Matter of:  FreeAlliance.com, Inc.

File:  B-420351

Date:  December 10, 2021

W. Brad English, Esq., Jon D. Levin, Esq., Emily J. Chancey, Esq., J. Dale Gipson, Esq., and Joshua B. Duvall, Esq., Maynard Cooper & Gale PC, for the protester.
Captain Michael Brown, Esq., Department of the Army, for the agency.
Michael P. Grogan, Esq., and Edward Goldstein, Esq., Office of the General Counsel, GAO, participated in the preparation of the decision.

DIGEST

GAO lacks jurisdiction to hear challenge to protester’s elimination from task order competition where the government’s cost estimate and all submitted proposals fall below $25 million, and where the protester has not alleged that the task order increases the scope, period, or maximum value of the contract under which the task order will be issued.

DECISION

FreeAlliance.com, Inc., a small business of McLean, Virginia, protests its elimination from the competition under request for proposals (RFP) No. W9133L22R4000, issued by the National Guard Bureau (NGB), for software development services.  The protester contends the agency’s evaluation of its past performance, and its decision to exclude FreeAlliance’s proposal from further consideration, were unreasonable.

We dismiss the protest.

NGB issued the solicitation on October 12, 2021, pursuant to the procedures in Federal Acquisition Regulation (FAR) subpart 16.5, to firms holding the Army’s Computer Hardware, Enterprise Software and Solutions (CHESS) Information Technology Enterprise Solutions-3 Services (ITES 3-S) indefinite-delivery, indefinite-quantity (IDIQ) contracts.  Req. for Dismissal at 2.  The solicitation provided for a two-phase evaluation process.  First, the agency would determine a proposal’s viability based on an evaluation of an offeror’s work experience and adverse past performance.  Id., exh. 1  at 62-64.  Second, proposals deemed viable would be evaluated across three factors:  staffing approach; technical approach; and price.  Id. at 64.  On November 3, NGB determined that FreeAlliance’s proposal was not viable, based primarily on the agency’s review of relevant adverse past performance.  Id., exh. 6 at 1.  On November 9, FreeAlliance filed this protest, challenging the agency’s determination that its proposal was not viable.

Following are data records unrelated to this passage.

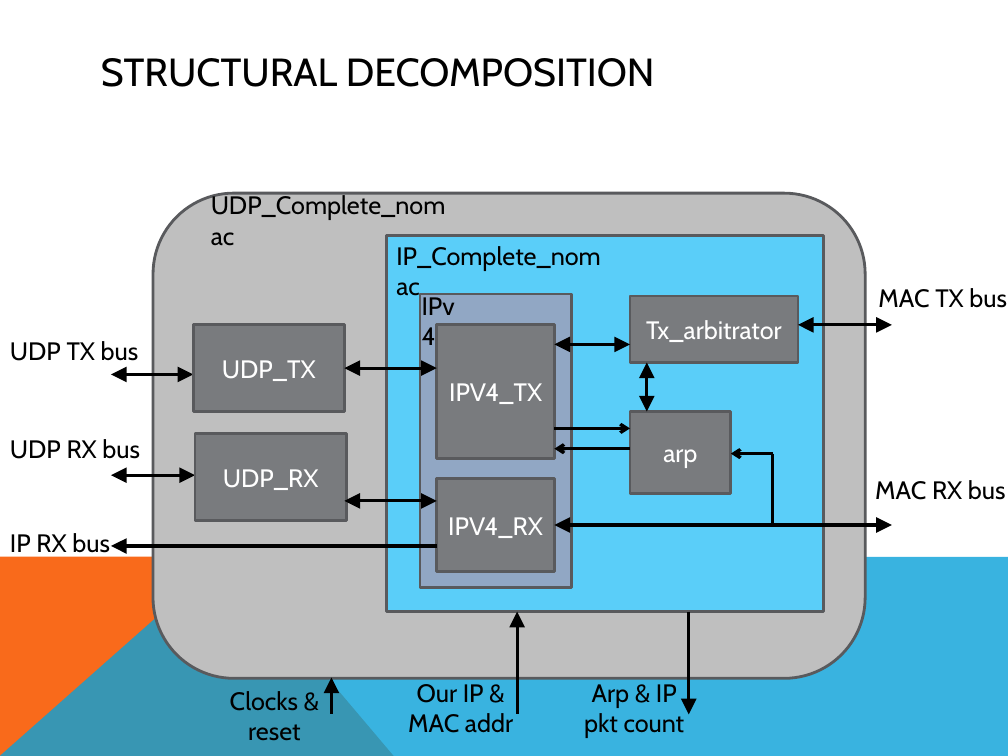
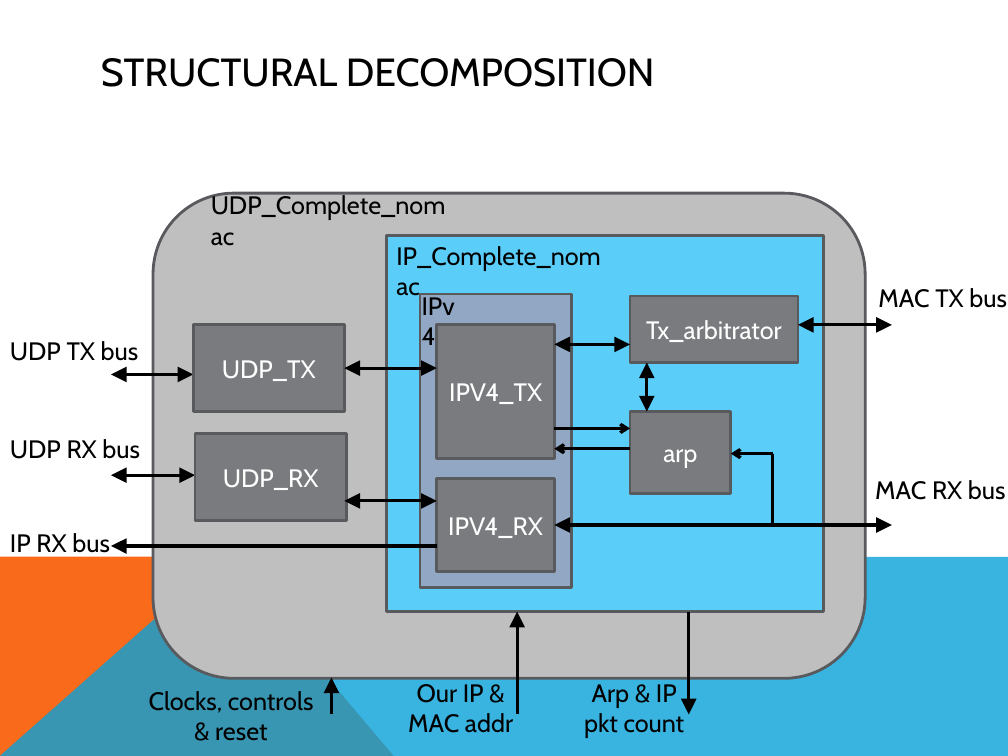
Before and after one commit to freecores/udp_ip_stack, a slide deck: slide 6 of doc/src/UDP_IP_Stack.pptx. Drawn at 1008x756 pixels with LibreOffice and Linux fonts; fonts in the diff are those of the drawing. Boxes give left, top, right and bottom in pixels: in the first picture for what was removed or moved away, otherwise in the second. Text is boxed around its words. In the diff, an @@ line names an element or a change of style, - is before the commit and + after.

Commit message:
V1.3 - ARP timeout and ARP cache reset control

```diff
--- a/doc/src/UDP_IP_Stack.pptx
+++ b/doc/src/UDP_IP_Stack.pptx
@@ text at (x1=149, y1=691, x2=314, y2=741): text changed @@
-Clocks & reset
+Clocks, controls & reset
```
Also in this commit, not shown: 7 other slides changed, 17 other files.

Under the Federal Acquisition and Streamlining Act of 1994, as modified by the National Defense Authorization Act of Fiscal Year 2017, our Office is authorized to hear protests of task orders, or the proposed issuance of task orders, that are issued under IDIQ contracts established within the Department of Defense, where the task order is valued in excess of $25 million, or where the protester asserts that the task order increases the scope, period, or maximum value of the contract under which the task order is issued.  10 U.S.C. § 2304c(e); 4 C.F.R. § 21.5(l). 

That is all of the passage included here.